*What the exercise asks*: Below are some records. Pull every line that contains the word "local".

*** Supplied material Section Begins ***

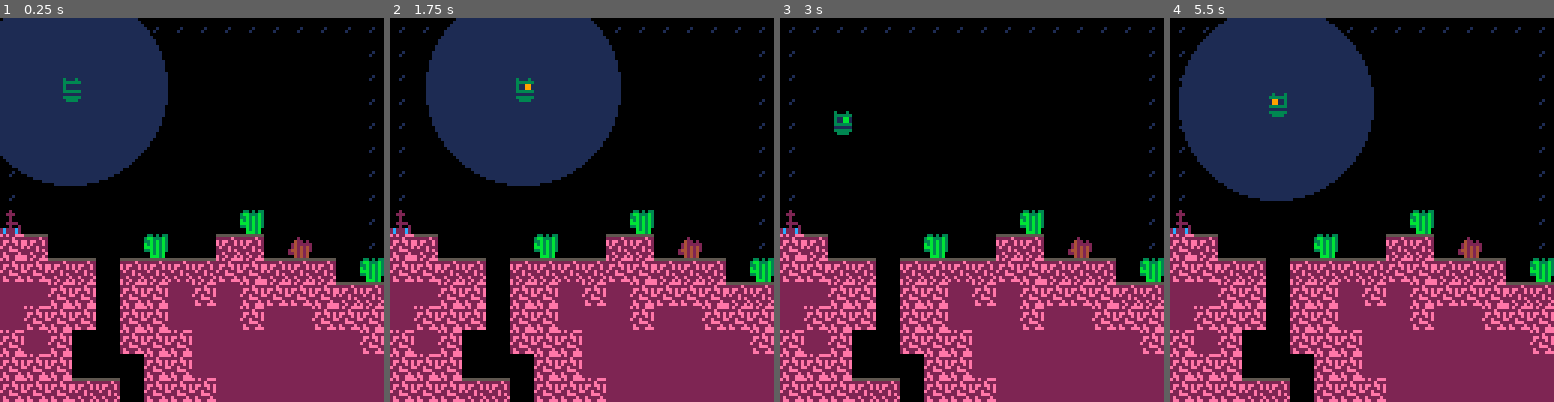
Above: before the commit, frames 1-4 (left to right).
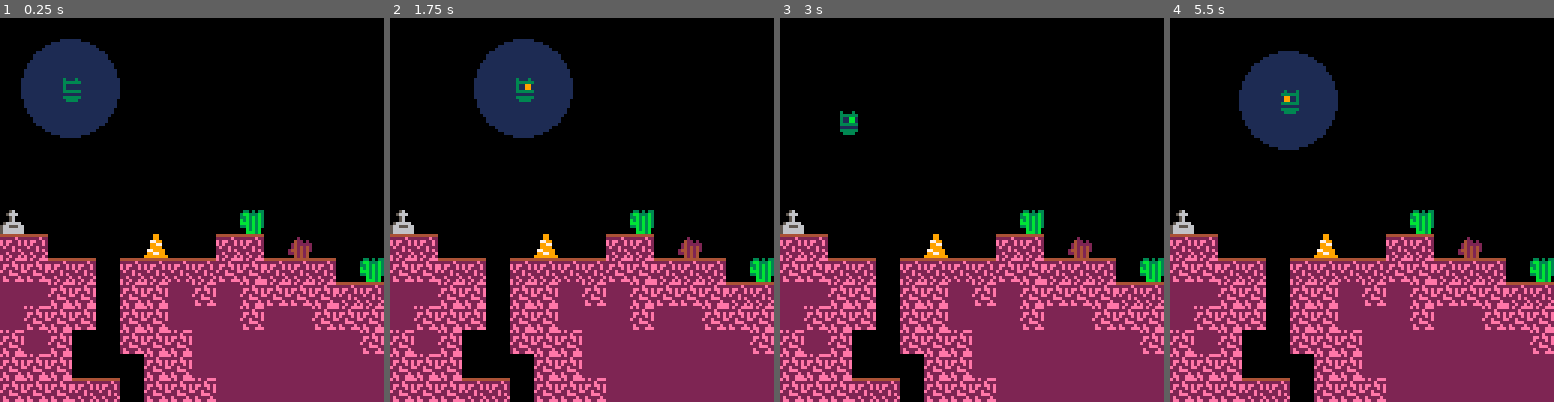
Above: after the commit, the same moments.

Repository: alxgnon/pico-8
Game: PICO-8 cartridge robo.p8
Two runs of this game, one before a commit and one after it. Both use one fixed random seed, a clock stepped at 60 frames per second and the inputs below.
Inputs:
- Up to frame 1 (0.25 s): no input
- Up to frame 2 (1.75 s): tap O (Z key) at 0.33, 0.7, 1.43 s; tap X (X key) at 1.07 s
- Up to frame 3 (3 s): hold Left 1.97-2.37 s; tap X (X key) at 2.07, 2.4, 2.73 s; tap O (Z key) at 2.22 s; hold Down 2.42-2.82 s; hold Right from 2.87 s (still down)
- Up to frame 4 (5.5 s): tap X (X key) every 0.33 s from 3.07 to 5.4 s; tap O (Z key) at 3.1, 3.98, 4.87 s; release Right at 3.53 s; hold Up 3.58-4.08 s; hold Right 4.13-4.53 s; hold Down 4.58-5.08 s; hold Left from 5.13 s (still down)

The runs differ from the first frame. In frame 1, 14% of the frame differs, in the area x 0-100%, y 0-95%; in frame 2, 15%; in frame 3, 2.3%; in frame 4, 17%.

Commit message:
open the front door

Diff:
--- a/robo.p8
+++ b/robo.p8
@@ -1,14 +1,26 @@
 pico-8 cartridge // http://www.pico-8.com
 version 14
 __lua__
+-- constants ------------------
+
+switch = 40
+generator = 42
+barrier = 44
+
+
+-- globals --------------------
+
 t = 0
+pl = nil
 actors = {}
-pl = "player"
+camx,camy = 0,0
+
+
+-- extendable -----------------
 
 function new(name)
 	local a = {name=name}
 
-	-- extend
 	function a:xt(o)
 		for k, v in pairs(o) do
 			self[k] = v
@@ -156,8 +168,28 @@
 
 function control(a)
 	if a.t > (a.dashready or 0) then
+		if a.dashready then
+			sfx(2)
+			a.dashready = nil
+		end
+
+		if btn(5) then
+			if not a.atk then
+				sfx(3, 3)
+			end
+
+			a.atk = true
+			a.dx = 0
+			a.dy = 0
+			return
+		end
+
+		a.atk = false
+		sfx(-2, 3)
+
 		if btn(4) then
-			-- dash
+			sfx(1) -- dash
+
 			joyread(a)
 			if not joymoving(a) then
 				a.b0 = a.flipx
@@ -167,13 +199,7 @@
 
 			a.dashtime = a.t + 6
 			a.dashready = a.t + 40
-
-			sfx(1)
-
-		elseif a.dashready then
-			sfx(2)
-			a.dashready = nil
-		end
+			end
 	end
 
 	if a.t > (a.dashtime or 0) then
@@ -248,6 +274,11 @@
 		a.pal[9] = 11
 	else
 		a.pal[9] = nil
+	end
+
+	if a.atk then
+		a.frame = 4
+		return
 	end
 
 	if not joymoving(a) then
@@ -297,12 +328,51 @@
 	animate(a)
 end
 
+function open_barriers_for(a)
+	if a.atk then
+		local ax,ay = a.x,a.y
+
+		local open = false
+
+ 	for i=ax-2, ax+2 do
+ 		for j=ay-2, ay+2 do
+ 			local spr = mget(i,j)
+
+ 			if spr == switch then
+ 				mset(i,j, switch+1)
+ 				open = true
+ 			end
+ 		end
+ 	end
+
+ 	if open then
+ 		local cx,cy =
+ 			max(0,flr(pl.x/16)*16),
+ 			max(0,flr(pl.y/16)*16)
+ 	 for i=cx, cx+15 do
+ 			for j=cy, cy+15 do
+ 				local spr = mget(i,j)
+
+ 				if spr >= barrier and
+ 						spr < barrier+4 then
+ 					mset(i,j, 0)
+ 				elseif spr == generator then
+ 					mset(i,j, generator+1)
+					end
+ 			end
+ 		end
+ 	end
+ end
+end
+
 function _update()
 	t += 1
 	foreach(actors, time)
 
 	control(pl)
 	foreach(actors, act)
+
+	open_barriers_for(pl)
 end
 
 
@@ -336,8 +406,13 @@
 	-- light effect
 	if pl.t > (pl.dashready or 0)
 			and pl.x > 0.9 then
-		local q = 0.256
+		local q = 0.128
 		circfill(pl.x*8-q,pl.y*8-q,q*128,1)
+
+		if pl.atk then
+			local z = (t%16+1) / 16 * 0.128
+			circ(pl.x*8-z,pl.y*8-z,z*128,11)
+		end
 	end
 
 	-- animap
@@ -608,168 +683,168 @@
 
 
 __gff__
-0002020202000000000000000000000000000000000000000000060686868686000000000000000000000000000000000800080800000000000000000000000000000000000000000000000000000000000000000000000000000000000000000000000000000000000000000000000000000000000000000000000000000000
+000202020202000000000000000000000000000000000000808080800000000000000000000000000e0e0606868686860000080800000000000000000000000000000000000000000000000000000000000000000000000000000000000000000000000000000000000000000000000000000000000000000000000000000000
 0000000000000000000000000000000000000000000000000000000000000000000000000000000000000000000000000000000000000000000000000000000000000000000000000000000000000000000000000000000000000000000000000000000000000000000000000000000000000000000000000000000000000000
 __map__
-0101010101010101010101010101010101010101010101010001010104040404040404040404040404040404040404040404040404040404040404040404040404040404040404040404040404040404040404040404040404040404040404040404040404040404040404040404040404040404040404040404040404040404
-0100000000000000000000000000000101000000000000000101010300040004040404040404040404040404040404040404040404040404040404040404040404040404040404040404040404040404040404040404040404040404040404040404040404040404040404040404040404040404040404040404040404040404
-0100000000000000000000000000000101000000000000000003030403040304040404040404040404040404040404040404040404040404040404040404040404040404040404040404040404040404040404040404040404040404040404040404040404040404040404040404040404040404040404040404040404040404
-0100000000000000000000000000000101000003030000030304040400000004040404040404040404040404040404040404040404040404040404040404040404040404040404040404040404040404040404040404040404040404040404040404040404040404040404040404040404040404040404040404040404040404
-0100000000000000000000000000000101000004040303040404040403030304040404040404040404040404040404040404040404040404040404040404040404040404040404040404040404040404040404040404040404040404040404040404040404040404040404040404040404040404040404040404040404040404
-0100000000000000000000000000000101000004040404040400000404040404040404040404040404040404040404040404040404040404040404040404040404040404040404040404040404040404040404040404040404040404040404040404040404040404040404040404040404040404040404040404040404040404
-0100000000000000000000000000000101000004040000000000000400040404040404040404040404040404040404040404040404040404040404040404040404040404040404040404040404040404040404040404040404040404040404040404040404040404040404040404040404040404040404040404040404040404
-0100000000000000000000000000000101000304040000000000000400000404040404040404040404040404040404040404040404040404040404040404040404040404040404040404040404040404040404040404040404040404040404040404040404040404040404040404040404040404040404040404040404040404
-1000000000000000000012000000000101030404000000000000000400000404040404040404040404040404040404040404040404040404040404040404040404040404040404040404040404040404040404040404040404040404040404040404040404040404040404040404040404040404040404040404040404040404
-0203000000001200000303001300000103040404030000000000000400000404040404040404040404040404040404040404040404040404040404040404040404040404040404040404040404040404040404040404040404040404040404040404040404040404040404040404040404040404040404040404040404040404
-0202030300030303030202030303001200000004040000000000000000000404040404040404040404040404040404040404040404040404040404040404040404040404040404040404040404040404040404040404040404040404040404040404040404040404040404040404040404040404040404040404040404040404
-0404020200020204020402020202030303000000040000000000000000000404040404040404040404040404040404040404040404040404040404040404040404040404040404040404040404040404040404040404040404040404040404040404040404040404040404040404040404040404040404040404040404040404
-0402020200020204040402040402020202001300040000000000000000000404040404040404040404040404040404040404040404040404040404040404040404040404040404040404040404040404040404040404040404040404040404040404040404040404040404040404040404040404040404040404040404040404
-0204020000020202040404040404040202030303040303030303030300000404040404040404040404040404040404040404040404040404040404040404040404040404040404040404040404040404040404040404040404040404040404040404040404040404040404040404040404040404040404040404040404040404
-0202020000000202040404040404040404040404040404040404040000000404040404040404040404040404040404040404040404040404040404040404040404040404040404040404040404040404040404040404040404040404040404040404040404040404040404040404040404040404040404040404040404040404
-0202020303000202020404040404040404040404040404040404040000000404040404040404040404040404040404040404040404040404040404040404040404040404040404040404040404040404040404040404040404040404040404040404040404040404040404040404040404040404040404040404040404040404
-0202020202000202020204040404040404040404040404040404040000000404040404040404040404040404040404040404040404040404040404040404040404040404040404040404040404040404040404040404040404040404040404040404040404040404040404040404040404040404040404040404040404040404
-0200140014000014000202020204040404040404040404040404040000000004040404040404040404040404040404040404040404040404040404040404040404040404040404040404040404040404040404040404040404040404040404040404040404040404040404040404040404040404040404040404040404040404
-0200000000000000000202020202020204040404040404040404040000000004040404040404040404040404040404040404040404040404040404040404040404040404040404040404040404040404040404040404040404040404040404040404040404040404040404040404040404040404040404040404040404040404
-0200000000000000000030020202000404000000040404040404040000000004040404040404040404040404040404040404040404040404040404040404040404040404040404040404040404040404040404040404040404040404040404040404040404040404040404040404040404040404040404040404040404040404
-0203000000000000000002020002030204000000000000000004040000000004040404040404040404040404040404040404040404040404040404040404040404040404040404040404040404040404040404040404040404040404040404040404040404040404040404040404040404040404040404040404040404040404
+0101010101010101010101010101010101010100000000000000000204040404040404040404040404040404040404040404040404040404040404040404040404040404040404040404040404040404040404040404040404040404040404040404040404040404040404040404040404040404040404040404040404040404
+0100000000000000000000000000000101000000000000000003030400040004040404040404040404040404040404040404040404040404040404040404040404040404040404040404040404040404040404040404040404040404040404040404040404040404040404040404040404040404040404040404040404040404
+0100000000000000000000000000000101000000000303030304040403040304040404040404040404040404040404040404040404040404040404040404040404040404040404040404040404040404040404040404040404040404040404040404040404040404040404040404040404040404040404040404040404040404
+010000000000000000000000000000010100000303020404000000022c2c2c040404040404040404040404040404040404040404040404040404040404040404040404040404040404040404040404040404040404040404040404040404040404040404040404040404040404040404040404040404041f041f1f0404040404
+010000000000000000001c00000000010100000202020400000000020303030404040202020202040404040404040404040404040404040404040404040404040404040404040404040404040404040404040404040404040404040404040404040404040404040404040404040404040404041f1f1f1f041f1f041f1f1f0404
+010000000000000000000000000000010100031414140000000000000204040404040000000032020404040404040404040404040404040404040404040404040404040404040404040404040404040404040404040404040404040404040404040404040404040404040404040404040404041f041f1f1f1f1f1f1f1f1f0404
+0100000000000000000000000000000101000200000000000000000000020404040200000000000004040404040404040404040404040404040404040404040404040404040404040404040404040404040404040404040404040404040404040404040404040404040404040404040404041f1f1f041f1f1f1f1f1f1f1f1f04
+0100000000000000000000000000000101000200000000000000000000002a04020200030000000002040404040404040404040404040404040404040404040404040404040404040404040404040404040404040404040404040404040404040404040404040404040404040404040404041f1f041f1f041f1f1f1f1f1f1f04
+1000000000000000000012000000000101030200000000000000000000002c0000000002000000000204040404040404040404040404040404040404040404040404040404040404040404040404040404040404040404040404040404040404040404040404040404040404040404040404041f1f1f1f1f041f041f1f1f1f04
+0303000000001500000303001300000103020200000000000000000000002c000000000200001b1c020404040404040404040404040404040404040404040404040404040404040404040404040404040404040404040404040404040404040404040404040404040404040404040404041f1f1f041f1f1f1f1f1f1f1f1f0404
+020203030003030303020203030300121200001c0000000000000000001c2c000000030200001d00020404040404040404040404040404040404040404040404040404040404040404040404040404040404040404040404040404040404040404040404040404040404040404040404041f1f1f04041f041f1f1f1f1f041f04
+0404020200020204020402020202030303030300000000000000000000002a03030304020000130002040404040404040404040404040404040404040404040404040404040404040404040404040404040404040404040404040404040404040404040404040404040404040404040404041f1f1f1f041f1f1f1f1f041f1f04
+040202020002020404040204040202020202020000000000000000050505020404040402050504050204040404040404040404040404040404040404040404040404040404040404040404040404040404040404040404040404040404040404040404040404040404040404040404040404041f1f041f04041f1f1f1f1f0404
+0204020000020202040404040404040202020203030303030303030300000204040404040404040404040404040404040404040404040404040404040404040404040404040404040404040404040404040404040404040404040404040404040404040404040404040404040404040404041f1f04040404041f041f041f0404
+020202000000020204040404040404040404040404040404040402020000020404040404040404040404040404040404040404040404040404040404040404040404040404040404040404040404040404040404040404040404040404040404040404040404040404040404040404040404041f1f1f1f1f0404040404040404
+0202020303000202020404040404040404040404040404040404020000000404040404040404040404040404040404040404040404040404040404040404040404040404040404040404040404040404040404040404040404040404040404040404040404040404040404040404040404040404041f1f1f1f1f040404040404
+0202020202000202020204040404040404040404040404040404020000000202040404040404040404040404040404040404040404040404040404040404040404040404040404040404040404040404040404040404040404040404040404040404040404040404040404040404040404040404040404040404040404040404
+0200140014000014000202020204040404040404040404040404020000000002040404040404040404040404040404040404040404040404040404040404040404040404040404040404040404040404040404040404040404040404040404040404040404040404040404040404040404040404040404040404040404040404
+0200000000000000000202020202020204040404040404040404020000050502040404040404040404040404040404040404040404040404040404040404040404040404040404040404040404040404040404040404040404040404040404040404040404040404040404040404040404040404040404040404040404040404
+0200000000000000000028020202000404000000040404040404040005050504040404040404040404040404040404040404040404040404040404040404040404040404040404040404040404040404040404040404040404040404040404040404040404040404040404040404040404040404040404040404040404040404
+0203000000000000000002020002030204000000000000000004040505050504040404040404040404040404040404040404040404040404040404040404040404040404040404040404040404040404040404040404040404040404040404040404040404040404040404040404040404040404040404040404040404040404
 0202000000000000000302020302020202000000000000000000040000000304040404040404040404040404040404040404040404040404040404040404040404040404040404040404040404040404040404040404040404040404040404040404040404040404040404040404040404040404040404040404040404040404
-02020000000000000002140232021a0202000000000000000000040000000004040404040404040404040404040404040404040404040404040404040404040404040404040404040404040404040404040404040404040404040404040404040404040404040404040404040404040404040404040404040404040404040404
-04020000000000000000000000001c0000000000000000000000040000000004040404040404040404040404040404040404040404040404040404040404040404040404040404040404040404040404040404040404040404040404040404040404040404040404040404040404040404040404040404040404040404040404
-04040000000000000000000000001c0000000000000000000000000000000304040400000000040404040404040404040404040404040404040404040404040404040404040404040404040404040404040404040404040404040404040404040404040404040404040404040404040404040404040404040404040404040404
-04040300000000000000000000001c0000000000000000000000000000000404000000000000040404040404040404040404040404040404040404040404040404040404040404040404040404040404040404040404040404040404040404040404040404040404040404040404040404040404040404040404040404040404
-04040200000000000003000300031a0202000000000000000000000000000000000000000000000404040404040404040404040404040404040404040404040404040404040404040404040404040404040404040404040404040404040404040404040404040404040404040404040404040404040404040404040404040404
-0404020000000000000203020302030202000000000000000000000000000000000000000000000404040404040404040404040404040404040404040404040404040404040404040404040404040404040404040404040404040404040404040404040404040404040404040404040404040404040404040404040404040404
-0404020300000000000202020204040203000003030000000000000000030303000000000000000404040404040404040404040404040404040404040404040404040404040404040404040404040404040404040404040404040404040404040404040404040404040404040404040404040404040404040404040404040404
+02020000000000000002140232022a0202000000000000000000040000000004040404040404040404040404040404040404040404040404040404040404040404040404040404040404040404040404040404040404040404040404040404040404040404040404040404040404040404040404040404040404040404040404
+04020000000000000000000000002c0000000000000000000000040000000004040404040404040404040404040404040404040404040404040404040404040404040404040404040404040404040404040404040404040404040404040404040404040404040404040404040404040404040404040404040404040404040404
+04040000000000000000000000002c0000000000000000000000000000000304040400000000040404040404040404040404040404040404040404040404040404040404040404040404040404040404040404040404040404040404040404040404040404040404040404040404040404040404040404040404040404040404
+04040300000000000000000000002c0000000000000000000000000000000404000000000000040404040404040404040404040404040404040404040404040404040404040404040404040404040404040404040404040404040404040404040404040404040404040404040404040404040404040404040404040404040404
+04040200000000000003000300032a0202000000000000000000000000000000000000000000000404040404040404040404040404040404040404040404040404040404040404040404040404040404040404040404040404040404040404040404040404040404040404040404040404040404040404040404040404040404
+0404020000000000000203020302020202000000000000000000000000000000000000000000000404040404040404040404040404040404040404040404040404040404040404040404040404040404040404040404040404040404040404040404040404040404040404040404040404040404040404040404040404040404
+04040203000000000002020202040402020000030300003e0000000000030303000000000015000404040404040404040404040404040404040404040404040404040404040404040404040404040404040404040404040404040404040404040404040404040404040404040404040404040404040404040404040404040404
 0404020203030300000202040404040202000004040303030303000000040404030300000303030404040404040404040404040404040404040404040404040404040404040404040404040404040404040404040404040404040404040404040404040404040404040404040404040404040404040404040404040404040404
-0404040202020203000204040404040402000004040404040404010101040404040403030404040404040404040404040404040404040404040404040404040404040404040404040404040404040404040404040404040404040404040404040404040404040404040404040404040404040404040404040404040404040404
-0402020202020202030204040404040402030304040404040404000000040404040404040404040404040404040404040404040404040404040404040404040404040404040404040404040404040404040404040404040404040404040404040404040404040404040404040404040404040404040404040404040404040404
-…(130 lines of a section not shown)…
+0404040202020203000204040404040402000004040404040404050505040404040403030404040404040404040404040404040404040404040404040404040404040404040404040404040404040404040404040404040404040404040404040404040404040404040404040404040404040404040404040404040404040404
+0402020202020202030204040404040402030304040404040404050500040404040404040404040404040404040404040404040404040404040404040404040404040404040404040404040404040404040404040404040404040404040404040404040404040404040404040404040404040404040404040404040404040404
+…(130 lines of a section not shown)…
Not shown, changed: 86 lines of the sprite sheet (__gfx__) section of robo.p8
Not shown, changed: the sound effects (__sfx__) section of robo.p8

*** Supplied material Section Ends ***

*Solution to this exercise*:
 	local a = {name=name}
+		local ax,ay = a.x,a.y
+		local open = false
+ 			local spr = mget(i,j)
+ 		local cx,cy =
+ 				local spr = mget(i,j)
-		local q = 0.256
+		local q = 0.128
+			local z = (t%16+1) / 16 * 0.128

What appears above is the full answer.